First, “dark energy” is a lame-ass name. For one thing, it sounds like it has to do “dark matter,” but they are almost complete opposites. The only things they have in common: they’re both invisible, and we don’t know what either of them really is. (I’ll write a piece about dark matter soon—stay tuned!)
Dark matter is the invisible mass holding galaxies together and shaping the distribution of stuff on the biggest scales. Except for the “invisible” bit, it mostly acts like atoms and other ordinary matter: it helps keep things together by gravitational attraction. Dark energy, on the other hand, pushes everything apart. As the Universe expands, dark energy makes the speed of expansion get bigger, while a cosmos with only dark matter in it would slow down. From what we can tell, the total amount of dark energy seems to increase as the Universe expands. It’s a feedback cycle: the more expansion we have, the more dark energy; the more dark energy, the faster the Universe grows.
We want to know if dark energy has always been this way, or if it has changed over history—and if it will stay the same forever. We’re also curious about whether dark energy pushes expansion the same way everywhere in the Universe, or if it’s stronger some places than others. Those are important mysteries: they tell us about the nature of dark energy, but also inform us about how our Universe began, and what its future will be like.

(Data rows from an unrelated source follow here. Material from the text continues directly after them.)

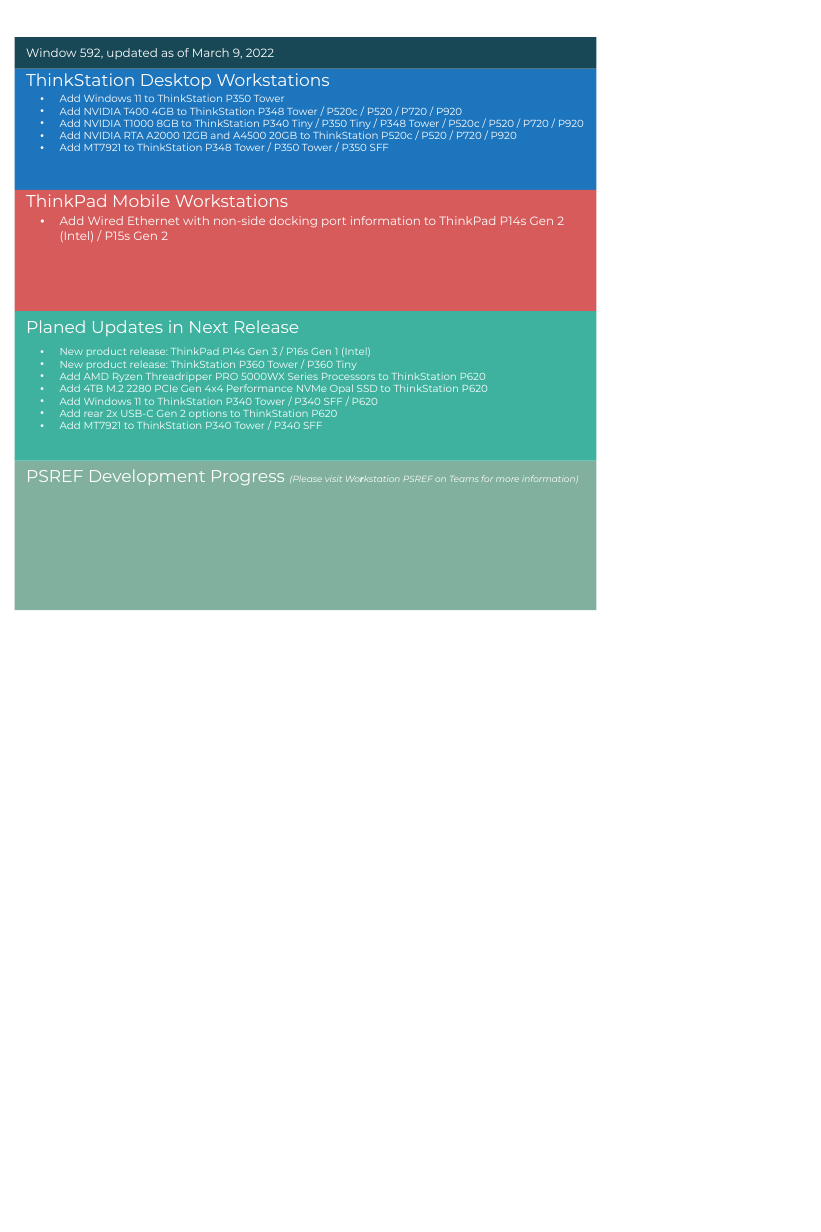
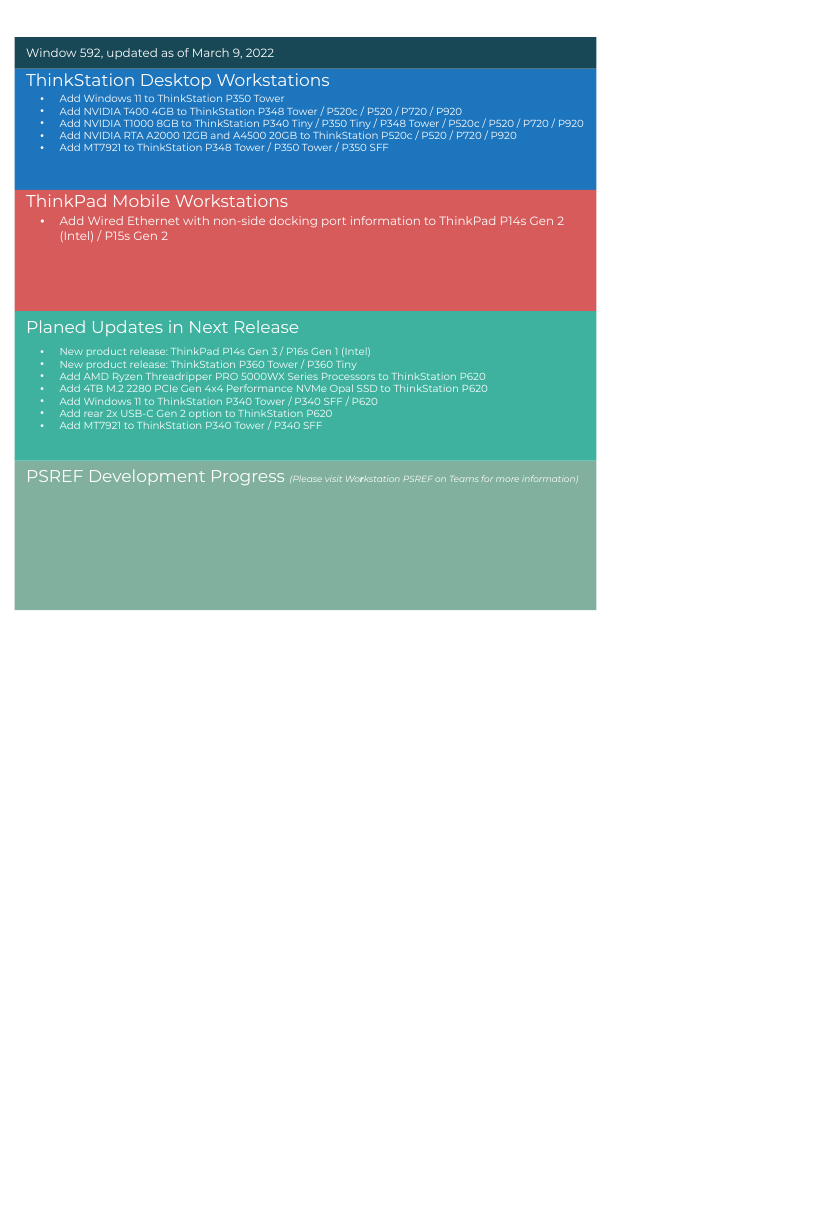
Before and after one commit to hou-yufeng/wspsref_newsletter, a slide deck: slide 1 of wspsref_newsletter.pptx. Drawn at 821x1232 pixels with LibreOffice and Linux fonts; fonts in the diff are those of the drawing. Boxes give left, top, right and bottom in pixels: in the first picture for what was removed or moved away, otherwise in the second. Text is boxed around its words. In the diff, an @@ line names an element or a change of style, - is before the commit and + after.

```diff
--- a/wspsref_newsletter.pptx
+++ b/wspsref_newsletter.pptx
@@ text at bbox=[60, 409, 332, 419]: text changed @@
-• Add rear 2x USB-C Gen 2 options to ThinkStation P620
+• Add rear 2x USB-C Gen 2 option to ThinkStation P620
```
Also in this commit, not shown: 1 other file.

If dark energy will be the same in billions of years as it seems to be today, the future will be dark and empty, as galaxies continue to move apart from each other at ever-faster rates. If dark energy comes and goes, though, maybe the rate of expansion will slow down again. All of this is a long time from now—trillions of years after the death of the Sun—but we might see hints about it today. We hope to see signs of what is to come by looking at how dark energy behaves now, and how it has acted in the past. Similarly, if dark energy is stronger in some parts of the cosmos, then certain pockets of the Universe would grow faster than in others. That also has implications for how the future cosmos looks.
And that’s where BOSS comes in. If dark energy was different in the past, then galaxies in the early cosmos would be closer together (for less dark energy) or farther apart (for more). And if the effect of acceleration was stronger in some patches than others, that would mean less or more clumping up of galaxies.
Galaxies that distant are very faint, so BOSS looks for quasars: the powerful massive black hole at the centers of many early galaxies. As matter falls toward these black holes, it accelerates close to the speed of light, heating up and sending a lot of energy back into space. Contrary to stereotypes, black holes don’t devour everything—they can be some of the brightest objects in the Universe! And that helps BOSS: quasars are bright enough to be seen and mapped from 11 billion light-years away.
I visited the Apache Point Observatory in New Mexico two years ago, where the telescope taking data for BOSS is located. Unlike many, this telescope doesn’t have a dome to cover it, so to compensate, it has a square metal box around it to deflect wind. And let me say: those baffles make the telescope ugly, like its own mama puts a bag over its head before kissing it goodnight.
But the results coming out of BOSS are beautiful, even if the telescope is hideous. The new results provide the most accurate measure yet of the expansion rate of the cosmos 11 billion years ago. As researchers sift through the data, they’ll compare it to the outcomes of other observations—and try to answer some of those profound questions about the nature of dark energy.